Da infância, guardo a lembrança de meu pai pronunciando com respeito quase religioso aquele nome esquisito.
As únicas imagens que tenho de Puskas são as das poucas e surradas cenas da Copa do Mundo de 1954 que a TV de vez em quando reprisa.
Elas mostram um jogador baixinho e troncudo, com uma ameaça de barriguinha e cara de bom sujeito. Poderia ser o chefe de setor de contabilidade da firma, batendo sua bolinha de fim de semana. Mas, segundo consta, foi um dos maiores futebolistas que o mundo já viu.
Deve ter sido mesmo, pois em 84 jogos pela seleção húngara marcou nada menos que 83 gols -uma média melhor que a de Pelé. A trajetória de Puskas fala de um futebol de outra época.
Para começar, pelo fato de ele ter defendido duas seleções nacionais (Hungria e Espanha), a exemplo de outro monstro sagrado, Di Stéfano (Argentina e Espanha).
Gandula na infância, como Maradona, Puskas também foi um garoto prodígio que começou a encantar o público antes de atingir a maioridade. Virou adulto no mesmo momento em que seu país entrava na órbita soviética. O time em que atuava foi encampado pelo Exército húngaro, e o próprio Puskas virou tenente-coronel. Naqueles tempos de Guerra Fria, o esporte era arma geopolítica.
Foi também um trauma político que o levou ao exílio: a invasão soviética que, em 1956, soterrou as perspectivas de abertura do regime comunista húngaro. O Ocidente recebeu-o de braços abertos, como a tantos atletas de vários esportes que atravessaram a Cortina de Ferro.
Não conheço a história em detalhes, mas tenho para mim que Puskas nunca se identificou com a farda do Exército e nem com o papel de dissidente. Só queria jogar em liberdade seu futebol excepcional. Com a morte de Puskas, sobraram só dois remanescentes da memorável Hungria da Copa de 1954: Buzanszky e Gyula. Do Brasil campeão de 1958, felizmente, ainda estão aí Pelé, Gilmar, Zito, Nilton Santos, Djalma Santos, Zagallo, Bellini...
Devemos reverenciá-los em vida, aprender com eles, ouvir seu testemunho inestimável de tempos quase míticos do futebol.
Em algumas cidades-estados da Grécia Antiga, assim como em certas tribos indígenas, havia uma instância importante de debate e deliberação que era o "conselho dos anciãos".
Acho que já dei essa idéia aqui, mas não custa reforçar: o futebol brasileiro talvez ganhasse muito com uma instituição desse tipo.
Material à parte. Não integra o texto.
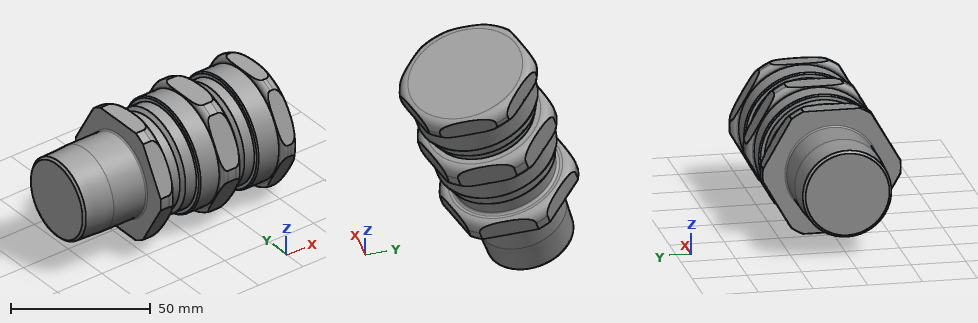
import cadquery as cq
import math


HEX_ACROSS_FLATS = 46.0
COLLAR_DIAMETER = 50.5
REAR_ROUND = 4.0
FRONT_ROUND = 2.0

ENTRY_FLANGE_FACE = 27.7
ENTRY_FLANGE_END = 35.2
MIDDLE_FACE = 47.15
MIDDLE_COLLAR_FACE = 55.9
MIDDLE_COLLAR_END = 65.3
NUT_FACE = 73.2
NUT_COLLAR_FACE = 82.8
GLAND_END = 90.15

SHANK_DIAMETER = 33.45
TIP_DIAMETER = 32.45
TIP_CHAMFER = 0.9
TAPER_END = 12.9
SHANK_FILLET = 0.5

NECK_DIAMETER = 38.4
SPIGOT_DIAMETER = 41.3
ENTRY_NECK_END = 40.8
ENTRY_NECK_FILLET = 1.0
MIDDLE_NECK_END = 67.3

SLEEVE_DIAMETER = 45.2
SLEEVE_CHAMFER = 0.5

NECK_RADIUS = NECK_DIAMETER / 2
SPIGOT_RADIUS = SPIGOT_DIAMETER / 2
SHANK_RADIUS = SHANK_DIAMETER / 2
SLEEVE_RADIUS = SLEEVE_DIAMETER / 2
COLLAR_RADIUS = COLLAR_DIAMETER / 2
LEAD_CHAMFER = SPIGOT_RADIUS - NECK_RADIUS
ARC_MIDDLE = math.sqrt(0.5)


def turned(profile):
    """Close an (x, radius) outline down to the X axis and revolve it."""
    return profile.close().revolve(360, (0, 0, 0), (1, 0, 0))


def cylinder(start, end, diameter):
    """Round bar along X."""
    return cq.Workplane("YZ", origin=(start, 0, 0)).circle(diameter / 2).extrude(end - start)


def hex_collar(start, end, front_round):
    """Hexagon with corners on Y, rounded at the rear and, if front_round is not zero, at the front."""
    profile = cq.Workplane("XY").moveTo(start, 0).lineTo(start, COLLAR_RADIUS - front_round)
    if front_round:
        front_middle = front_round * (1 - ARC_MIDDLE)
        profile = profile.threePointArc(
            (start + front_middle, COLLAR_RADIUS - front_middle),
            (start + front_round, COLLAR_RADIUS),
        )
    rear_middle = REAR_ROUND * (1 - ARC_MIDDLE)
    profile = profile.lineTo(end - REAR_ROUND, COLLAR_RADIUS).threePointArc(
        (end - rear_middle, COLLAR_RADIUS - rear_middle),
        (end, COLLAR_RADIUS - REAR_ROUND),
    )
    blank = turned(profile.lineTo(end, 0))
    across_corners = HEX_ACROSS_FLATS / math.cos(math.pi / 6)
    hexagon = cq.Workplane("YZ", origin=(start, 0, 0)).polygon(6, across_corners).extrude(end - start)
    return blank.intersect(hexagon)


def entry_shank():
    """Chamfered tip, taper and straight length, with a fillet at the flange."""
    tip_radius = TIP_DIAMETER / 2
    fillet_middle = SHANK_FILLET * ARC_MIDDLE
    fillet_start = ENTRY_FLANGE_FACE - SHANK_FILLET
    fillet_top = SHANK_RADIUS + SHANK_FILLET
    return turned(
        cq.Workplane("XY")
        .moveTo(0, 0)
        .lineTo(0, tip_radius - TIP_CHAMFER)
        .lineTo(TIP_CHAMFER, tip_radius)
        .lineTo(TAPER_END, SHANK_RADIUS)
        .lineTo(fillet_start, SHANK_RADIUS)
        .threePointArc(
            (fillet_start + fillet_middle, fillet_top - fillet_middle),
            (ENTRY_FLANGE_FACE, fillet_top),
        )
        .lineTo(ENTRY_FLANGE_FACE, 0)
    )


def spigot(start, neck_end, end, neck_fillet):
    """Neck, 45 degree lead chamfer and spigot; a neck_fillet that is not zero blends it into its collar."""
    profile = cq.Workplane("XY").moveTo(start, 0).lineTo(start, NECK_RADIUS + neck_fillet)
    if neck_fillet:
        fillet_middle = neck_fillet * (1 - ARC_MIDDLE)
        profile = profile.threePointArc(
            (start + fillet_middle, NECK_RADIUS + fillet_middle),
            (start + neck_fillet, NECK_RADIUS),
        )
    return turned(
        profile.lineTo(neck_end, NECK_RADIUS)
        .lineTo(neck_end + LEAD_CHAMFER, SPIGOT_RADIUS)
        .lineTo(end, SPIGOT_RADIUS)
        .lineTo(end, 0)
    )


def socketed_collar(sleeve_face, collar_face, collar_end):
    """Chamfered round sleeve and hexagonal collar, with a socket as deep as the sleeve."""
    sleeve = cylinder(sleeve_face, collar_face, SLEEVE_DIAMETER).faces("<X").chamfer(SLEEVE_CHAMFER)
    collar = hex_collar(collar_face, collar_end, FRONT_ROUND)
    socket = cylinder(sleeve_face, collar_face, SPIGOT_DIAMETER)
    return sleeve.union(collar).cut(socket)


entry_flange = hex_collar(ENTRY_FLANGE_FACE, ENTRY_FLANGE_END, 0)
entry_spigot = spigot(ENTRY_FLANGE_END, ENTRY_NECK_END, MIDDLE_COLLAR_FACE, ENTRY_NECK_FILLET)
entry_body = entry_shank().union(entry_flange).union(entry_spigot)

middle_spigot = spigot(MIDDLE_COLLAR_END, MIDDLE_NECK_END, NUT_COLLAR_FACE, 0)
middle_body = socketed_collar(MIDDLE_FACE, MIDDLE_COLLAR_FACE, MIDDLE_COLLAR_END).union(middle_spigot)

end_nut = socketed_collar(NUT_FACE, NUT_COLLAR_FACE, GLAND_END)

result = cq.Compound.makeCompound([body.solids().val() for body in (entry_body, middle_body, end_nut)])

No mínimo, aprenderíamos a levar menos a sério nossos arroubos fúteis e nossas cavernosas decepções.

PARABÉNS A VOCÊ
O aniversariante do dia é o Flamengo, nascido há 111 anos. Só em 1912 o rubro-negro se tornou time de futebol, formado por dissidentes do Fluminense, o que levou o tricolor Nelson Rodrigues a dizer que o Fla e o Flu eram "os irmãos Karamázov do futebol brasileiro".
Parabéns, flamenguistas. Seu clube é como o Rio de Janeiro: muitos o maltratam, mas ele é indestrutível.

NESTA DATA QUERIDA
Talvez o São Paulo coloque a segunda mão na taça amanhã. Depois da apatia pós-derrota na Libertadores, a torcida mostrou seu apoio à equipe. A recompensa vem com o quarto título nacional, feito que iguala o clube aos rivais Corinthians e Palmeiras. Cercado de são-paulinos (irmão, sobrinhos, primos), fico feliz por eles e por Muricy, técnico de fibra e integridade.


jgcouto@uol.com.br

Texto Anterior: Basquete: CBB divulga tabela do nacional masculino
Próximo Texto: O Datafolha no Brasileiro: Campeonato distancia os seus dois extremos
Índice


Copyright Empresa Folha da Manhã S/A. Todos os direitos reservados. É proibida a reprodução do conteúdo desta página em qualquer meio de comunicação, eletrônico ou impresso, sem autorização escrita da Folhapress.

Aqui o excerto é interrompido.